In order to get good men and women into office who not only vow to uphold the Constitution but also do it, we must vote. Voting should be number one on every American citizen’s list. No, it is not a right that should be given to the incarcerated, or non-citizens. I will always scratch my head as to why so many politicians fight voter ID. I have to show an ID to check into a hotel and a passport to fly on a plane even within the United States.

That being said, educate yourself as to why you will vote that way you choose. Don’t pick a leader just because they are good looking, know how to dance, or went to a specific university. Do pick them because they stand for what you believe and make certain you know what they believe.

Sadly enough 66 percent of the voting population chose our current president and that was a much higher turnout than usual. 2.9 percent of those eligible to vote chose the mayor of Los Angeles and 6 percent chose the mayor of Houston.

Statistics show that one of three vote for president and one out of four vote for other offices.

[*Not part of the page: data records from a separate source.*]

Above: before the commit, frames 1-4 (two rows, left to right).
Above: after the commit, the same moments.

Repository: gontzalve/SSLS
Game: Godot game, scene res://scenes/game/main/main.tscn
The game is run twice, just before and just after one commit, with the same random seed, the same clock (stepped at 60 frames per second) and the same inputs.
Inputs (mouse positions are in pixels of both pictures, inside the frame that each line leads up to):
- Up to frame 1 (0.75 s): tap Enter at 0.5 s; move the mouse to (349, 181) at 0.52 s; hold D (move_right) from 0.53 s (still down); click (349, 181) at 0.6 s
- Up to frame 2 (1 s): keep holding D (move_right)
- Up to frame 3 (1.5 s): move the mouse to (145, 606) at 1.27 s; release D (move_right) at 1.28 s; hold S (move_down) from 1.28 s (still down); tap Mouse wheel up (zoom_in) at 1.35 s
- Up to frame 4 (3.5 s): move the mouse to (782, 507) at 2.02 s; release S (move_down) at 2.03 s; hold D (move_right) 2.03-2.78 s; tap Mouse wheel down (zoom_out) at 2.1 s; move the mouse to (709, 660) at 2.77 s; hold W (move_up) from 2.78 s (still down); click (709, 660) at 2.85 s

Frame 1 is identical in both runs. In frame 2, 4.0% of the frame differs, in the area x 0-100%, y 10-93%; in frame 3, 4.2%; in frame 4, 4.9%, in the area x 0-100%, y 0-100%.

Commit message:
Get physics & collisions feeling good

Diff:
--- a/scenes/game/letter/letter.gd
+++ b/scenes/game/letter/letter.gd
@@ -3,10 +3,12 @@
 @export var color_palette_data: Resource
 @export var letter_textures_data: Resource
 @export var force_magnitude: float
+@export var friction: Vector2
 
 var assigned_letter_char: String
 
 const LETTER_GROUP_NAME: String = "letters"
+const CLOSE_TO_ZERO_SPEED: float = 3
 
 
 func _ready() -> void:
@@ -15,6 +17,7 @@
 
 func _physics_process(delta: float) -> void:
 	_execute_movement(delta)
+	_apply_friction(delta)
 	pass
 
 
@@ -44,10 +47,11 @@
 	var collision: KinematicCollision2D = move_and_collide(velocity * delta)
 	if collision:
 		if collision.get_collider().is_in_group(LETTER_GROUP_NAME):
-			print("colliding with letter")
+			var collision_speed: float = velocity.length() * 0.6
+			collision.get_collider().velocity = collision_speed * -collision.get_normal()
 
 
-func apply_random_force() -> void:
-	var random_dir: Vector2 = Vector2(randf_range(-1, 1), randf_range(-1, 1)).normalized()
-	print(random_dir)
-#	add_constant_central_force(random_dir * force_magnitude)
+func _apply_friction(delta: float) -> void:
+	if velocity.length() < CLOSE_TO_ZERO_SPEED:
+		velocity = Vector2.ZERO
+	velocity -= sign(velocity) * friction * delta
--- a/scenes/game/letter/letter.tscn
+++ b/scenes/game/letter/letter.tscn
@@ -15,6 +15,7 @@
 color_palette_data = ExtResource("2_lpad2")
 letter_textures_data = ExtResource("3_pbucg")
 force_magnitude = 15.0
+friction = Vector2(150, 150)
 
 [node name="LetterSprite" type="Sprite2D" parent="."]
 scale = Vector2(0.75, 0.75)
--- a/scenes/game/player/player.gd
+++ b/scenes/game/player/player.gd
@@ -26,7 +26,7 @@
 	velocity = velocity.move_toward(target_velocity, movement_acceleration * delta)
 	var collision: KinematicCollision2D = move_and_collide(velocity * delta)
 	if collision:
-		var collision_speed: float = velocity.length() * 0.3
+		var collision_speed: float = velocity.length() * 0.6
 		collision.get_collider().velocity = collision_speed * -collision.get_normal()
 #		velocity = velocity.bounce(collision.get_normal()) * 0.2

When it comes to local offices such as the school board or even county commissioner it could be three to six percent. You think one vote isn’t important?

The Declaration of Independence was adopted because of one vote, and it came from Pennsylvania. John Dickenson did not want the Declaration of Independence, but James Wilson and Ben Franklin overruled him.

When I vote this year, I will certainly be looking at the national debt which is somewhere around 37 trillion dollars. Did you know that if you started counting today saying 1, 2, 3, 4, etc. etc., it would take you six days to get to one million? When the Constitution was written it was noted that to leave debt for future generations was a crime. So why are we allowing this to happen? In 1999, Congress was within ONE vote of adding a constitutional amendment saying they must balance the budget. See how important just one vote can be?

Most of us thought George W. Bush was elected in the electoral college by the state of Florida. Not necessarily true as West Virginia prior to that election was assumed to go Democrat. That year, its four electoral college votes went for Bush.

And why do we have an electoral college? It was to prevent tyranny by the masses. The founders did not want the highly populated cities to always rule. In fact, Benjamin Rush wrote to Thomas Jefferson saying the following: God made the country; man made cities. I consider them in the same light that I do abscesses on the human body—as reservoirs of all the impurities of a community.

We are not a Democracy, but rather a Constitutional Republic.

The course we are taking and most of the information in this column was written by David Barton of the WallBuilders Museum in Texas. If you look WallBuilders up on You Tube, you see it is an organization dedicated to presenting America’s forgotten history and heroes with an emphasis on the moral, religious, and constitutional foundation on which America was built.

We were surprised in the very beginning of the course to learn that America was not the slave-loving country so many like to assume. Yes, we did have slaves, but we were willing to go to war over the wrongness of it. For the most part the north never did like the idea. We were actually the second country in the world to abolish slavery.

There were many black people in the country who did outstanding historical things. For instance, it was a black man who fired the first shot in the Revolutionary War and a black man who fired the last shot in the Revolutionary War. There are many facts such as these available in the WallBuilders Museum. Why have they been taken from our history books?

It was President Woodrow Wilson, a racist above all racists who demanded that such credit to the black population be abolished from the school history books.

These are just a sampling of the facts we have gleaned from this extremely informational course. Each session is two hours and those 120 minutes seem like five minutes.

Next month, I hope to provide more information on the Constitution and its contents. Meanwhile, if you have not registered to vote, please do so. Then vote, but only once.